Meticulously researched backstory and excess verbiage too often trump adventure in Murray’s fourth effort (The Conquest, 2002, etc.).
Lola Sanchez is cocooning at her fantasy bookstore in Long Beach, California, when her mom, UCLA archeologist Juana, announces plans to return to Guatemala. Her quest? To discover the true artifacts behind the Mayan “Legende of the Queen Jade,” transcribed by Beatriz de la Cueva, colonial governor, ca. 1540. De la Cueva was the first European to track the Jade, a luminous blue jewel that is Central America’s answer to the One Ring of Power. For centuries, scholars have retraced de la Cueva’s steps as outlined in her fanciful writings.
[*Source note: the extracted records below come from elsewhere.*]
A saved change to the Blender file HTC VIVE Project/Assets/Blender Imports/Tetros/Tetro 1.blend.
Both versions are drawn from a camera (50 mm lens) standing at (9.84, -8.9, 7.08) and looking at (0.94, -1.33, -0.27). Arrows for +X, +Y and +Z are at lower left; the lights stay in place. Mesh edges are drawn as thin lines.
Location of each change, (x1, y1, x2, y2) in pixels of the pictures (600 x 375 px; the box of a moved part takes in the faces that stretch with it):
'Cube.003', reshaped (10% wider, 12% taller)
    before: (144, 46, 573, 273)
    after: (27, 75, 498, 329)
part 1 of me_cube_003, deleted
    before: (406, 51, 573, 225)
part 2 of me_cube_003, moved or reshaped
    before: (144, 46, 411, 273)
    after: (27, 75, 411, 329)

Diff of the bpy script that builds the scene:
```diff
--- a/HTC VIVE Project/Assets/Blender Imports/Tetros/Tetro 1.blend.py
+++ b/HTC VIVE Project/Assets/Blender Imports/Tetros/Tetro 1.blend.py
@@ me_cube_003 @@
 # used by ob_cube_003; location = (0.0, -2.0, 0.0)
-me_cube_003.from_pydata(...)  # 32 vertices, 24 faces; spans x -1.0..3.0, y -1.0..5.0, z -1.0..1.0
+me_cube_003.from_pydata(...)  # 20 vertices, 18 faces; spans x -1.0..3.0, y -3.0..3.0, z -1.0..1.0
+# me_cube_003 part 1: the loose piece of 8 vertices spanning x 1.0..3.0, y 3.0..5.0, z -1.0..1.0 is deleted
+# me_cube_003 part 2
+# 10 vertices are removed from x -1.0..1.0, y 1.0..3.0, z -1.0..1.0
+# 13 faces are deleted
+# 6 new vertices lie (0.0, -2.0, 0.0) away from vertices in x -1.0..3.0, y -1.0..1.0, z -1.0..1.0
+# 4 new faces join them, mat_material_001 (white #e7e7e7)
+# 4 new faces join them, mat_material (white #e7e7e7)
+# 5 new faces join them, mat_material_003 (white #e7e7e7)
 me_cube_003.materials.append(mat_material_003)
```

Von Humboldt (1800s) found the labyrinths mentioned in the Legende, the Mazes of Deceit and Virtue, which surround the jewel and confound would-be world dominators. Oscar Tapia (1924) discovered the Flores Stelae panels, which contain hieroglyphs declared meaningless by Juana; her partner, Manuel Alvarez, (Lola’s putative father); and dashing scientist/revolutionary, Tomas de la Rosa. Tomas—recently dead—and Juana had been estranged since he lured Manuel into quicksand. Now, when Hurricane Mitch hits Guatemala, Lola goes after her missing mother. With Juana’s other bane, Professor Erik Gomara, in tow, Lola reunites with Manuel and a very cheesed-off Yolanda, Tomas’ daughter. Still seething over banishment by Lola’s family, spitfire Yolanda is dodging her father’s army enemies. Lola’s conquest of rake Erik and revelations about her parentage momentarily quicken the pulse, but turgid prose slows the narrative (“here chocolate-covered earth, streaked with lime and pebbled with stones, extruded into the paved areas, thick, deep, and making exhaling sounds when the car’s wheels crushed on by”). Sheer logistics occupy three-quarters of the story, but getting anywhere near the Jade is definitely not half the fun. By the time Erik decodes the Stelae to expose the true nature of the labyrinths and Juana’s whereabouts, readers will have long run screaming back to The Da Vinci Code.
Fiery beauties and rakish hunks can’t enliven this overblown melodrama.